Vorerst aber sind alle mit der Vorbereitung auf die Amtseinführung des Präsidenten beschäftigt. Gemäß Szenario soll der Auto-Konvoi mit dem neuen Staatsoberhaupt durch die Straßen der Hauptstadt fahren. In Bischkek hat eine Probe stattgefunden. Für mehrere Stunden hatte man die zentralen Straßen gesperrt, wodurch Staus und der Unmut der Einwohner ausgelöst wurden. Die Menschen überschütteten den neuen Präsidenten mit Kritik. Jedoch bereits am nächsten Tag teilte der Vertreter des Pressedienstes des Präsidenten, Nurgasy Anarkulow, mit, dass Sadyr Shaparow entschieden habe, die Ausgaben zu kürzen und bei seiner Amtseinführung ohne Pomp auszukommen, um „den Forderungen des Volkes zu entsprechen“.       

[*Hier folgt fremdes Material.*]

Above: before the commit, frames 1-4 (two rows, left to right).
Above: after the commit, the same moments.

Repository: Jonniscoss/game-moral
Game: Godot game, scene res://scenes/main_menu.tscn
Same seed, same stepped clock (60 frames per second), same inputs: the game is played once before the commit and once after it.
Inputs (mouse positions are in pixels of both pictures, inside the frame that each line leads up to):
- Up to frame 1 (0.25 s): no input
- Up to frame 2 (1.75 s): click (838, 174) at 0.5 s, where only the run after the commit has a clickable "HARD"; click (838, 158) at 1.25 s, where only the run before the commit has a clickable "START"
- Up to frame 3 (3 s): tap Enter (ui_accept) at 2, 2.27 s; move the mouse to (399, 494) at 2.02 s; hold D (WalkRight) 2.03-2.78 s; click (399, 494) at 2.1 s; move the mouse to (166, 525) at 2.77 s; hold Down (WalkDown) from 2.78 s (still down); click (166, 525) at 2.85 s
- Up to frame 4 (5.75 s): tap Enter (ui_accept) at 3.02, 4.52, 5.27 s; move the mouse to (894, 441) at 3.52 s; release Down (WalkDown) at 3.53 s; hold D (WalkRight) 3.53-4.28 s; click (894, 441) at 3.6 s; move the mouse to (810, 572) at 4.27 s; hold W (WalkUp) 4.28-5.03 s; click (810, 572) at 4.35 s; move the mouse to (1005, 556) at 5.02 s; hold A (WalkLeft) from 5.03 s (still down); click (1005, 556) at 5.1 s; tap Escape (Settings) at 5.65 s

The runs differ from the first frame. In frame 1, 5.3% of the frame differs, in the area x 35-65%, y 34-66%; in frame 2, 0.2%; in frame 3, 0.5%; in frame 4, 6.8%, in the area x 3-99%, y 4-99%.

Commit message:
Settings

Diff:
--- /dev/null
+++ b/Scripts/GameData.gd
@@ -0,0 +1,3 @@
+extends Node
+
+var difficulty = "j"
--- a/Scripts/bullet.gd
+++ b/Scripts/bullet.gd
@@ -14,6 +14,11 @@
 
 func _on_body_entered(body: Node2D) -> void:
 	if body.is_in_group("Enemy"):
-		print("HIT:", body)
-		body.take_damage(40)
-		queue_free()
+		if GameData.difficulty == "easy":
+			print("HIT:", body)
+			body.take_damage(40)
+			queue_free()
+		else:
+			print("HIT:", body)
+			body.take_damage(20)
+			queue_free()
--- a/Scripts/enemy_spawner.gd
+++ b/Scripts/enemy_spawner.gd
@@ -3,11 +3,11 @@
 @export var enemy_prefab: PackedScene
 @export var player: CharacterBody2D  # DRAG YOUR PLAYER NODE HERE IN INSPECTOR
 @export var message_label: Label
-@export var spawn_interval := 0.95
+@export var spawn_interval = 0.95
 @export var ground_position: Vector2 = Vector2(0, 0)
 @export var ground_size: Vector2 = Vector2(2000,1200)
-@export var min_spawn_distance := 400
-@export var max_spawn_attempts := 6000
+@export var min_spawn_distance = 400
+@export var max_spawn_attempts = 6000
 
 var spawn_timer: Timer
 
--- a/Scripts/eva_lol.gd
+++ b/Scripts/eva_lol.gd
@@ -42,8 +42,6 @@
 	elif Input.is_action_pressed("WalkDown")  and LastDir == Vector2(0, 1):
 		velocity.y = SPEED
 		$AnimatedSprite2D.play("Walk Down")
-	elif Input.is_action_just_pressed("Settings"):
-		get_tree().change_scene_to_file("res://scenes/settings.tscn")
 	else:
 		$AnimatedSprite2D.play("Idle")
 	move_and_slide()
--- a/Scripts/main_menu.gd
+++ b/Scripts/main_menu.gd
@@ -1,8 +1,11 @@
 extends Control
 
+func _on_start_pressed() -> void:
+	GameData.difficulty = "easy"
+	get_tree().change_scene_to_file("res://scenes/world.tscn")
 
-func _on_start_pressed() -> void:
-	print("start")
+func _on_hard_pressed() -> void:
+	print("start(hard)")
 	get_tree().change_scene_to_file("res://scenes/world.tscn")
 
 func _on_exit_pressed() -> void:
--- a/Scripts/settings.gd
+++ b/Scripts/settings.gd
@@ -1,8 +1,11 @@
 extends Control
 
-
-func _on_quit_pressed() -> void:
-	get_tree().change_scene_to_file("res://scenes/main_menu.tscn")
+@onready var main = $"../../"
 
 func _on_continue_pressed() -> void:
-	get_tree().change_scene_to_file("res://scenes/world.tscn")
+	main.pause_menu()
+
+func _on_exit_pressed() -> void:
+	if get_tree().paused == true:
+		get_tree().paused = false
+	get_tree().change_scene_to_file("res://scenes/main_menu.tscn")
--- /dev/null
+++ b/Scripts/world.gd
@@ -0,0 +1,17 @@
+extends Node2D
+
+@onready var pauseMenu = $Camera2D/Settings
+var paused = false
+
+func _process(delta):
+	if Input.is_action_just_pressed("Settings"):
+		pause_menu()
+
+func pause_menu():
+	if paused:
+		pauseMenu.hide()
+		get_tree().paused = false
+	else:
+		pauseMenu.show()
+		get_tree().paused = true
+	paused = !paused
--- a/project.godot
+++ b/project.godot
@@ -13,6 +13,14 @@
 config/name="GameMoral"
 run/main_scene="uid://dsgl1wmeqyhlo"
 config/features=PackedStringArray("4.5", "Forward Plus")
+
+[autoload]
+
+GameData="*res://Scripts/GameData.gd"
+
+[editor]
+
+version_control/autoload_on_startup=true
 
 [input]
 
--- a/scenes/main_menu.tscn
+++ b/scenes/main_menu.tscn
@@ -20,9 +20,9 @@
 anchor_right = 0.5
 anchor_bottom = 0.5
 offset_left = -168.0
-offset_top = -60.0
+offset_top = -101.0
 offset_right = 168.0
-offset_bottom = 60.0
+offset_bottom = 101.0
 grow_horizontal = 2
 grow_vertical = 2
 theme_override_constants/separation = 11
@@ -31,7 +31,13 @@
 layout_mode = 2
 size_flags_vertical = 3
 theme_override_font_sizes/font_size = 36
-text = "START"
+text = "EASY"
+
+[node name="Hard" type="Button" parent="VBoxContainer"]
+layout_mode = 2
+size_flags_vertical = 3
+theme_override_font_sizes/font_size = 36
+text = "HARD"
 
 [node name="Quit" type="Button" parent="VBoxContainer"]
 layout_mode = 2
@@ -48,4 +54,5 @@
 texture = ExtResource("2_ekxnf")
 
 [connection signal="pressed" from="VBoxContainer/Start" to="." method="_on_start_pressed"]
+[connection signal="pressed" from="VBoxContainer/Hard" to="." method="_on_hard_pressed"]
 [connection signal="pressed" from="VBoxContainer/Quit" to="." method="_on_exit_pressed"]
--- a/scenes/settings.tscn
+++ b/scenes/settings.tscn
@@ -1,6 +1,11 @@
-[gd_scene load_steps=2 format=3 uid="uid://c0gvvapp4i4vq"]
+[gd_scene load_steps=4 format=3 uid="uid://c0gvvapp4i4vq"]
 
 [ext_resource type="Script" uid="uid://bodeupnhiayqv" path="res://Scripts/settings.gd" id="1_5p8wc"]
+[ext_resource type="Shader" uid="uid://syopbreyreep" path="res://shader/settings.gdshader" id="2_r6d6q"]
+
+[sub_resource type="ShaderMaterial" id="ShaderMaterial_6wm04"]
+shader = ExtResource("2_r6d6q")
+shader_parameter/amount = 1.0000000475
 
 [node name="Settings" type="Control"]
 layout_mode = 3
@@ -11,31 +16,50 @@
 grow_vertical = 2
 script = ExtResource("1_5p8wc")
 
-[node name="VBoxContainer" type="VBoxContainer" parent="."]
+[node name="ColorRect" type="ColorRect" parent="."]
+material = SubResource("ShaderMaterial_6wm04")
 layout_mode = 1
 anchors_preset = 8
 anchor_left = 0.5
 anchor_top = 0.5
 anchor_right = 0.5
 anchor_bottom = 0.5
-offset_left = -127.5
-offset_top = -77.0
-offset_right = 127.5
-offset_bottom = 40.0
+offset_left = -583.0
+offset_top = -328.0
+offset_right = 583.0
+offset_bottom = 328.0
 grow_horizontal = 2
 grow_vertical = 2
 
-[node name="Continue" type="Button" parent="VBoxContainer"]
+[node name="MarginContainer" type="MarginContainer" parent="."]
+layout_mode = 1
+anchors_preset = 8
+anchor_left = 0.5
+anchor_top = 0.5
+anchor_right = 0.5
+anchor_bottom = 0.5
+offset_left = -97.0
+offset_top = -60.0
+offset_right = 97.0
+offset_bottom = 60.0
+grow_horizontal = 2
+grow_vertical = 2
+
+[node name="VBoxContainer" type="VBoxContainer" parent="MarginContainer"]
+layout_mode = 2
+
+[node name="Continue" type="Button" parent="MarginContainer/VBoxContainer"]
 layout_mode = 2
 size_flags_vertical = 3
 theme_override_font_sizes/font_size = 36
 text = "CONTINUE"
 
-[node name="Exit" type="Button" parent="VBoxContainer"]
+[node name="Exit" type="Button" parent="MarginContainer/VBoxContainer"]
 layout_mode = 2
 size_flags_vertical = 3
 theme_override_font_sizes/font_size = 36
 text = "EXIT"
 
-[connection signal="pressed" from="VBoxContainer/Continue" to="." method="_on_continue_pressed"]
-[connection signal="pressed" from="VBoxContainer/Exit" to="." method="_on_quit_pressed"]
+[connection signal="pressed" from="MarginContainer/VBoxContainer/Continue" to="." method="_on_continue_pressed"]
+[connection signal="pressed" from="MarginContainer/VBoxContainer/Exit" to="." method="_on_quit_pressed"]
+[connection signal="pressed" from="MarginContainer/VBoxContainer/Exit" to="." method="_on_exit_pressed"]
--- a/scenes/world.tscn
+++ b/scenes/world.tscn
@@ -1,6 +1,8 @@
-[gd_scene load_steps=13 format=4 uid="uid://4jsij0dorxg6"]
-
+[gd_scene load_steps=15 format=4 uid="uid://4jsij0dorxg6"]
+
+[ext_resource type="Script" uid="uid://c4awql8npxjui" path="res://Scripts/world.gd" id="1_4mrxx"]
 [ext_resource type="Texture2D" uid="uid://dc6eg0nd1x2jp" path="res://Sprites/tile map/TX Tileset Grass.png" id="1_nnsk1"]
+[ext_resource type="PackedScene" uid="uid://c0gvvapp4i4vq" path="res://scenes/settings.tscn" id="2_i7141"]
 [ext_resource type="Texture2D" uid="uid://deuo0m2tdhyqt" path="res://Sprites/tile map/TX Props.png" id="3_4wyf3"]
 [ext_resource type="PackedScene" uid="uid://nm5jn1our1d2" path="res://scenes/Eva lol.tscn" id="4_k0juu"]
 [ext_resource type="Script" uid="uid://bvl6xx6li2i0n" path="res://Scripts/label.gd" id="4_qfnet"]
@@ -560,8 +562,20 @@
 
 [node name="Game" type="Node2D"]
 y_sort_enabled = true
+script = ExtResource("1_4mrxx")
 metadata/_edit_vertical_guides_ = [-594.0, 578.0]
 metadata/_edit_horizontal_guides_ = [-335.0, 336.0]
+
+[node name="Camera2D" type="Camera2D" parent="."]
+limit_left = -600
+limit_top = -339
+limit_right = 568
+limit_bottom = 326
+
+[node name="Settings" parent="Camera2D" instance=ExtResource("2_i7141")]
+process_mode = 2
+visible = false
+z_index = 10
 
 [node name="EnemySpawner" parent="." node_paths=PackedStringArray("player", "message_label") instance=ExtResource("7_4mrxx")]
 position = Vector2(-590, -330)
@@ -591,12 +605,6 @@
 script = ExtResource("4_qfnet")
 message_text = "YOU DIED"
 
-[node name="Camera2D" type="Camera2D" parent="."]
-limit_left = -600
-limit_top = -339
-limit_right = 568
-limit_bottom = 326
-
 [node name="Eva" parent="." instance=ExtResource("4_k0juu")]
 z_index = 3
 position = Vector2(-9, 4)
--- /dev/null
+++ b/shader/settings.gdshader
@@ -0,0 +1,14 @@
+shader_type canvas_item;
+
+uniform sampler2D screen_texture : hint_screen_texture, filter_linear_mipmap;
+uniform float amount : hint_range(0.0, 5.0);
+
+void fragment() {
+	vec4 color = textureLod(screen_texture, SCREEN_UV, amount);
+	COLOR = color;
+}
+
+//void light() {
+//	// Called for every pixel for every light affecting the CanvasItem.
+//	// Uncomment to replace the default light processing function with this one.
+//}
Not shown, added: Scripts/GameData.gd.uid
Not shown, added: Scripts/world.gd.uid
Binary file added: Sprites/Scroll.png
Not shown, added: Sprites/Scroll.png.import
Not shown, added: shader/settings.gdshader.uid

Jedoch wird man dennoch aus Kanonen schießen. Dies erfordere keine Ausgaben, erläuterte Galina Baiterek, Pressesekretärin des Präsidenten. „Der Einsatz von militärischer Artillerietechnik ist ein Attribut solch einer Veranstaltung und eine allgemein übliche Praxis. Es muss besonders betont werden, dass dies keine unnötigen Ausgaben erfordert, da sich die Artillerie-Trupps auf jeden Fall tagtäglich mit der Beibehaltung des Niveaus der Gefechtsbereitschaft befassen. Gemäß Plan für die Ausbildung der Truppen führen die Artilleristen planmäßige Übungen im Rahmen der Gefechtsausbildung durch. Dementsprechend wird es in diesem Fall keine zusätzlichen Ausgaben geben“, betonte Galina Baiterek.